We can use our prior knowledge or hypotheses about how the system works to determine which of the predictors is most relevant.
We can compare the fit of models using one predictor or the other.
The methods presented in the rest of this class address the need to compare different models explaining the same response variable. They apply to any case where we have several candidate models for the same problem.
Suppose we want to estimate the population density of the northern flying squirrel (Glaucomys sabrinus) according to different variables, such as:
To do this, we have data from a limited number of sites (e.g. 40 stands). What are the advantages and disadvantages: (1) of a model including the maximum number of predictors and (2) a model including a reduced number (eg 1 or 2) predictors? What is the difference between the types of errors made in each case?

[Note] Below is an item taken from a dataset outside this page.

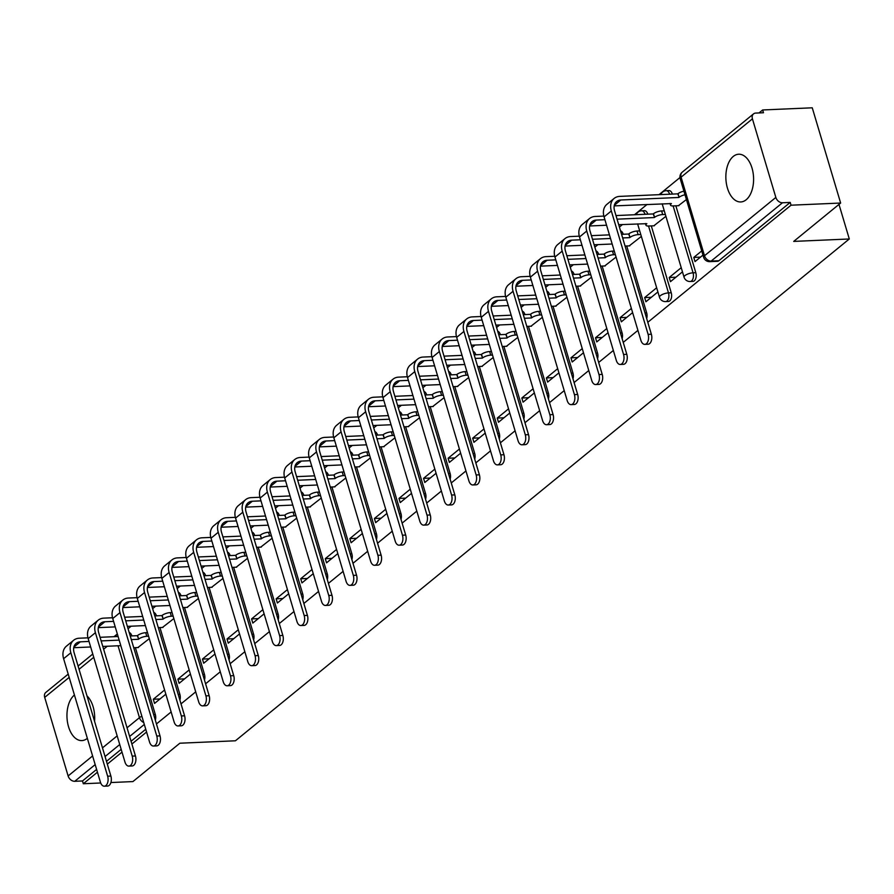 <?xml version="1.0" encoding="UTF-8"?>
<svg xmlns="http://www.w3.org/2000/svg" width="894" height="894" viewBox="0 0 894 894"><rect width="100%" height="100%" fill="white"/><g stroke="black" fill="none" stroke-linecap="round" stroke-linejoin="round"><path stroke-width="1.34" d="M692.917 281.387A6.124 3.554 -92.5 0 0 694.303 280.828A6.124 3.554 -92.5 0 0 695.8 272.692L693.062 272.815A6.124 3.554 87.5 0 1 691.565 280.94A6.124 3.554 87.5 0 1 690.179 281.509L692.917 281.387M668.354 301.468A6.124 3.554 -92.5 0 0 669.74 300.909A6.124 3.554 -92.5 0 0 671.238 292.785L668.489 292.897A6.124 3.554 87.5 0 1 667.002 301.032A6.124 3.554 87.5 0 1 665.605 301.591L668.354 301.468M74.425 695.018A23.892 13.846 -92.5 0 0 74.37 695.063A23.892 13.846 -92.5 0 0 67.486 722.162A23.892 13.846 -92.5 0 0 81.857 740.59A23.892 13.846 -92.5 0 0 87.277 738.377A23.892 13.846 -92.5 0 0 87.344 738.332M733.27 156.439A23.892 13.846 -92.5 0 0 726.386 183.527A23.892 13.846 -92.5 0 0 740.768 201.955A23.892 13.846 -92.5 0 0 746.177 199.753A23.892 13.846 -92.5 0 0 753.061 172.654A23.892 13.846 -92.5 0 0 738.679 154.226A23.892 13.846 -92.5 0 0 733.27 156.439M647.804 322.298L791.045 205.195L840.639 203.039L812.255 107.805L762.649 109.962L759.017 112.935M679.976 177.548L659.023 194.68M647.055 204.458L634.461 214.761M622.492 224.539L619.408 227.065M597.918 244.621L594.845 247.146M573.356 264.713L570.271 267.228M548.793 284.795L545.709 287.309M524.219 304.876L521.135 307.391M499.657 324.958L496.572 327.472M475.083 345.039L472.01 347.565M450.52 365.121L447.436 367.646M425.957 385.202L422.873 387.728M401.384 405.284L398.299 407.809M376.821 425.376L373.737 427.891M352.247 445.458L349.174 447.972M327.685 465.539L324.6 468.054M303.122 485.621L300.038 488.135M278.548 505.702L275.464 508.228M253.985 525.784L250.901 528.309M229.412 545.865L226.338 548.391M204.849 565.947L201.765 568.472M180.286 586.039L177.202 588.554M155.712 606.121L152.628 608.635M131.15 626.202L128.065 628.717M94.552 721.302A23.892 13.846 -92.5 0 0 86.986 695.89M100.698 782.988L83.321 783.747L97.435 772.204M107.325 764.124L122.009 752.122M131.887 744.043L146.571 732.03M156.461 723.95L171.145 711.948M181.024 703.869L195.708 691.867M205.586 683.787L220.27 671.785M230.16 663.706L244.844 651.704M254.723 643.624L269.407 631.622M279.297 623.543L293.981 611.541M303.859 603.461L318.543 591.459M328.422 583.38L343.106 571.367M352.996 563.287L367.68 551.285M377.559 543.206L392.242 531.204M402.132 523.124L416.816 511.122M426.695 503.043L441.379 491.041M451.258 482.961L465.942 470.959M475.832 462.88L490.515 450.878M500.394 442.798L515.078 430.796M524.968 422.717L539.652 410.704M549.531 402.624L564.215 390.622M574.093 382.543L588.777 370.541M598.667 362.461L613.351 350.459M623.23 342.38L637.914 330.378M840.639 203.039L793.716 241.402L849.3 238.977L235.435 740.791L179.85 743.216L132.927 781.579L110.901 782.541M762.649 109.962L763.476 112.745L755.754 113.08A6.124 4.582 50.7 0 0 753.53 113.884A6.124 4.582 50.7 0 0 752.424 118.846L775.847 197.429A6.124 4.582 50.7 0 0 782.485 202.759L711.143 261.082A6.124 3.554 87.5 0 1 709.758 261.64L717.491 261.305A6.124 3.554 87.5 0 0 718.877 260.746L711.143 261.082A6.124 4.582 50.7 0 1 704.506 255.74L775.847 197.429M791.045 205.195L790.218 202.424L782.485 202.759M135.385 647.647L155.321 714.518L153.667 714.597M83.321 783.747L82.494 780.965L74.761 781.3A6.124 4.582 -129.3 0 1 68.123 775.97L44.7 697.387A6.124 4.582 -129.3 0 1 45.806 692.437L68.201 674.121M162.473 627.454L173.861 618.57M189.17 669.93L177.884 679.161L184.577 678.87M177.884 679.161L179.124 683.329L190.411 674.098M187.036 607.372L198.423 598.488M213.733 649.849L202.446 659.079L209.14 658.789M202.446 659.079L203.698 663.236L214.973 654.017M211.61 587.291L222.986 578.407M238.307 629.767L227.02 638.998L233.714 638.696M227.02 638.998L228.261 643.155L239.547 633.935M236.172 567.209L247.56 558.314M262.87 609.686L251.583 618.905L258.277 618.614M251.583 618.905L252.823 623.073L264.11 613.854M260.735 547.128L272.122 538.233M287.432 589.604L276.157 598.824L282.85 598.533M276.157 598.824L277.397 602.992L288.684 593.772M285.309 527.035L296.696 518.151M312.006 569.523L300.719 578.742L307.413 578.452M300.719 578.742L301.96 582.91L313.246 573.68M309.872 506.954L321.259 498.07M336.569 549.441L325.282 558.661L331.976 558.37M325.282 558.661L326.533 562.829L337.809 553.598M334.445 486.872L345.822 477.988M361.142 529.349L349.856 538.579L356.55 538.289M349.856 538.579L351.096 542.747L362.383 533.517M359.008 466.791L370.395 457.907M385.705 509.267L374.418 518.498L381.112 518.207M374.418 518.498L375.659 522.666L386.946 513.435M383.571 446.709L394.958 437.825M410.268 489.186L398.992 498.416L405.686 498.126M398.992 498.416L400.233 502.573L411.519 493.354M408.145 426.628L419.532 417.744M434.842 469.104L423.555 478.335L430.249 478.033M423.555 478.335L424.795 482.492L436.082 473.272M432.707 406.546L444.094 397.651M459.404 449.023L448.117 458.242L454.811 457.952M448.117 458.242L449.369 462.41L460.645 453.191M457.281 386.465L468.657 377.57M483.978 428.941L472.691 438.161L479.385 437.87M472.691 438.161L473.932 442.329L485.218 433.109M481.844 366.372L493.231 357.488M508.541 408.86L497.254 418.079L503.948 417.789M497.254 418.079L498.494 422.247L509.781 413.017M506.406 346.291L517.794 337.407M533.103 388.778L521.828 397.998L528.522 397.707M521.828 397.998L523.068 402.166L534.355 392.935M530.98 326.209L542.367 317.325M557.677 368.686L546.39 377.916L553.084 377.626M546.39 377.916L547.631 382.084L558.918 372.854M555.543 306.128L566.93 297.244M582.24 348.604L570.953 357.835L577.647 357.544M570.953 357.835L572.194 362.003L583.48 352.772M580.117 286.046L591.493 277.162M606.814 328.523L595.527 337.753L602.221 337.463M595.527 337.753L596.767 341.91L608.054 332.691M604.679 265.965L616.067 257.081M631.376 308.441L620.09 317.672L626.783 317.37M620.09 317.672L621.33 321.829L632.617 312.609M629.242 245.884L641.344 236.407M656.654 287.779L644.663 297.579L651.357 297.289M644.663 297.579L645.904 301.747L657.895 291.936M653.816 225.802L665.907 216.326M681.228 267.697L669.226 277.498L675.92 277.207M669.226 277.498L670.466 281.666L682.468 271.854M678.378 205.709L686.413 199.563M701.734 250.935L693.789 257.416L700.483 257.126M693.789 257.416L695.029 261.584L702.975 255.092M675.864 205.821L695.8 272.692M651.301 225.903L671.238 292.785M626.728 245.995L646.664 312.866L645.01 312.934M602.165 266.077L622.101 332.948L620.436 333.015M577.602 286.158L597.538 353.029L595.873 353.096M553.028 306.24L572.965 373.111L571.311 373.189M528.466 326.321L548.402 393.192L546.737 393.271M503.892 346.403L523.828 413.274L522.174 413.352M479.329 366.484L499.265 433.355L497.6 433.434M454.767 386.566L474.703 453.448L473.038 453.515M430.193 406.658L450.129 473.529L448.475 473.596M405.63 426.74L425.566 493.611L423.901 493.678M381.056 446.821L400.993 513.692L399.339 513.759M356.494 466.903L376.43 533.774L374.765 533.852M331.931 486.984L351.867 553.855L350.202 553.934M307.357 507.066L327.293 573.937L325.639 574.015M282.795 527.147L302.731 594.018L301.066 594.097M258.221 547.229L278.157 614.111L276.503 614.178M233.658 567.321L253.594 634.192L251.929 634.259M209.095 587.403L229.032 654.274L227.367 654.341M184.522 607.484L204.458 674.355L202.804 674.422M159.959 627.566L179.895 694.437L178.23 694.515M838.985 204.391L849.3 238.977M137.899 647.535L149.287 638.651M164.597 690.012L153.321 699.242L160.015 698.952M153.321 699.242L154.561 703.41L165.848 694.18M672.366 194.099A6.124 3.554 -92.5 0 0 668.958 190.578L666.22 190.701A6.124 3.554 87.5 0 1 669.628 194.21M647.804 214.18A6.124 3.554 -92.5 0 0 644.395 210.66L641.646 210.783A6.124 3.554 87.5 0 1 645.055 214.292M623.23 234.262A6.124 3.554 -92.5 0 0 620.537 230.831M646.675 318.532A6.124 3.554 -92.5 0 0 646.664 312.866M598.667 254.343A6.124 3.554 -92.5 0 0 595.963 250.912M622.112 338.614A6.124 3.554 -92.5 0 0 622.101 332.948M574.104 274.424A6.124 3.554 -92.5 0 0 571.4 270.994M597.538 358.695A6.124 3.554 -92.5 0 0 597.538 353.029M549.531 294.506A6.124 3.554 -92.5 0 0 546.826 291.075M572.976 378.777A6.124 3.554 -92.5 0 0 572.965 373.111M524.968 314.587A6.124 3.554 -92.5 0 0 522.264 311.168M548.402 398.858A6.124 3.554 -92.5 0 0 548.402 393.192M500.394 334.669A6.124 3.554 -92.5 0 0 497.701 331.249M523.839 418.94A6.124 3.554 -92.5 0 0 523.828 413.274M475.832 354.762A6.124 3.554 -92.5 0 0 473.127 351.331M499.277 439.021A6.124 3.554 -92.5 0 0 499.265 433.355M451.269 374.843A6.124 3.554 -92.5 0 0 448.564 371.412M474.703 459.103A6.124 3.554 -92.5 0 0 474.703 453.448M426.695 394.924A6.124 3.554 -92.5 0 0 423.991 391.494M450.14 479.195A6.124 3.554 -92.5 0 0 450.129 473.529M402.132 415.006A6.124 3.554 -92.5 0 0 399.428 411.575M425.566 499.277A6.124 3.554 -92.5 0 0 425.566 493.611M377.559 435.087A6.124 3.554 -92.5 0 0 374.865 431.657M401.004 519.358A6.124 3.554 -92.5 0 0 400.993 513.692M352.996 455.169A6.124 3.554 -92.5 0 0 350.292 451.749M376.441 539.44A6.124 3.554 -92.5 0 0 376.43 533.774M328.433 475.25A6.124 3.554 -92.5 0 0 325.729 471.831M351.867 559.521A6.124 3.554 -92.5 0 0 351.867 553.855M303.859 495.332A6.124 3.554 -92.5 0 0 301.155 491.912M327.305 579.603A6.124 3.554 -92.5 0 0 327.293 573.937M279.297 515.425A6.124 3.554 -92.5 0 0 276.592 511.994M302.731 599.684A6.124 3.554 -92.5 0 0 302.731 594.018M254.723 535.506A6.124 3.554 -92.5 0 0 252.03 532.075M278.168 619.765A6.124 3.554 -92.5 0 0 278.157 614.111M230.16 555.587A6.124 3.554 -92.5 0 0 227.456 552.157M253.605 639.858A6.124 3.554 -92.5 0 0 253.594 634.192M205.598 575.669A6.124 3.554 -92.5 0 0 202.893 572.238M229.032 659.94A6.124 3.554 -92.5 0 0 229.032 654.274M181.024 595.75A6.124 3.554 -92.5 0 0 178.319 592.32M204.469 680.021A6.124 3.554 -92.5 0 0 204.458 674.355M156.461 615.832A6.124 3.554 -92.5 0 0 153.757 612.412M179.895 700.103A6.124 3.554 -92.5 0 0 179.895 694.437M790.218 202.424L718.877 260.746M129.194 632.494A6.124 3.554 87.5 0 1 131.887 635.913M155.332 720.184A6.124 3.554 -92.5 0 0 155.321 714.518M82.494 780.965L96.608 769.421M106.498 761.342L121.182 749.34M131.06 741.26L145.744 729.258M87.958 637.835L79.253 638.215A15.466 11.566 50.7 0 0 73.643 640.26L66.402 646.183A15.466 11.566 50.7 0 0 63.608 658.699L100.396 782.116A7.04 4.079 -92.5 0 0 104.33 786.195A7.04 4.079 -92.5 0 0 107.638 776.204L110.878 776.059A7.04 4.079 87.5 0 1 107.571 786.061L104.33 786.195M148.572 636.226L146.784 636.304A6.124 1.989 163.4 0 0 138.648 639.098L137.33 635.679L130.233 635.992M110.878 776.059L74.09 652.642A11.488 8.582 -129.3 0 1 76.169 643.345A11.488 8.582 -129.3 0 1 80.337 641.825L89.009 641.445M101.145 640.909L119.17 640.126M131.306 639.601L138.414 639.288M73.721 647.714L90.663 646.977M102.799 646.451L120.824 645.658M133.731 647.725L138.447 647.513M118.097 636.517L100.072 637.299M137.33 635.679L137.575 635.489A6.124 1.989 -16.6 0 1 145.711 632.695L146.784 636.304M147.488 632.617L145.711 632.695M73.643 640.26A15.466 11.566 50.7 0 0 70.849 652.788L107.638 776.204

With a model that is too simple, we risk omitting predictors that affect the variable of interest. This is referred to as underfitting. For example, assume that the stand type is not included in the estimated model, but that the flying squirrel is more associated with conifers. In this case, model predictions will underestimate its population density in coniferous stands and overestimate its population density in hardwood stands.
Since this problem creates a systematic error independent of the number of observations, it is often called a bias.
In return, a model with too many parameters may measure associations between variables that are not generalizable effects, but rather coincidences of the dataset used. In that case, the model overfits the data. In general, the more predictors a model includes, the larger the sample needed to estimate effects with the same accuracy. From a graphical point of view, the combined range of \(m\) predictors creates a “surface” in \(m\) dimensions; the larger the number of dimensions, the more points it takes to fully cover the range of possible values (see illustration below).
The error due to overfitting is random (depends on sampling coincidences) and decreases by increasing the sample size, so it is often called a variance.
During the last class on linear regression, we saw the example of the growth of a plant species as a function of soil moisture. The graphs below show the fit of these data by regressions using polynomials of degree 1 (straight line), 2 and 4.
If the linear model may underfit the data here (there appears to be a curvature in the scatter plot), the model of degree 4 clearly overfits if we look slightly past the range of the data.
The exact function linking the response to the predictors is unknown.
A model that has more adjustable parameters approximates this function with less bias (systematic error), but more variance (sensitivity to random variations in data). The total error is minimized as some number of parameters.
With a larger sample, the bias remains the same, but the variance decreases. Not only does the total error decrease for all models, but the optimal number of parameters (which minimizes the total error) increases, as shown in the graph below.
The criteria presented in this class are based on the predictive ability of the models. In other words, we are looking for the model for which the predictions will come closest to the observed values for new samples (different from those used to estimate model parameters).
It often happens, particularly in an experimental context, that the purpose of a model is not necessarily to predict the response, but rather to identify the causes (explanation). In this case, the desire to limit the complexity of the models reflects the principle of parsimony, or “Occam’s razor”, according to which it is preferable to use the minimum of causes necessary to explain a phenomenon.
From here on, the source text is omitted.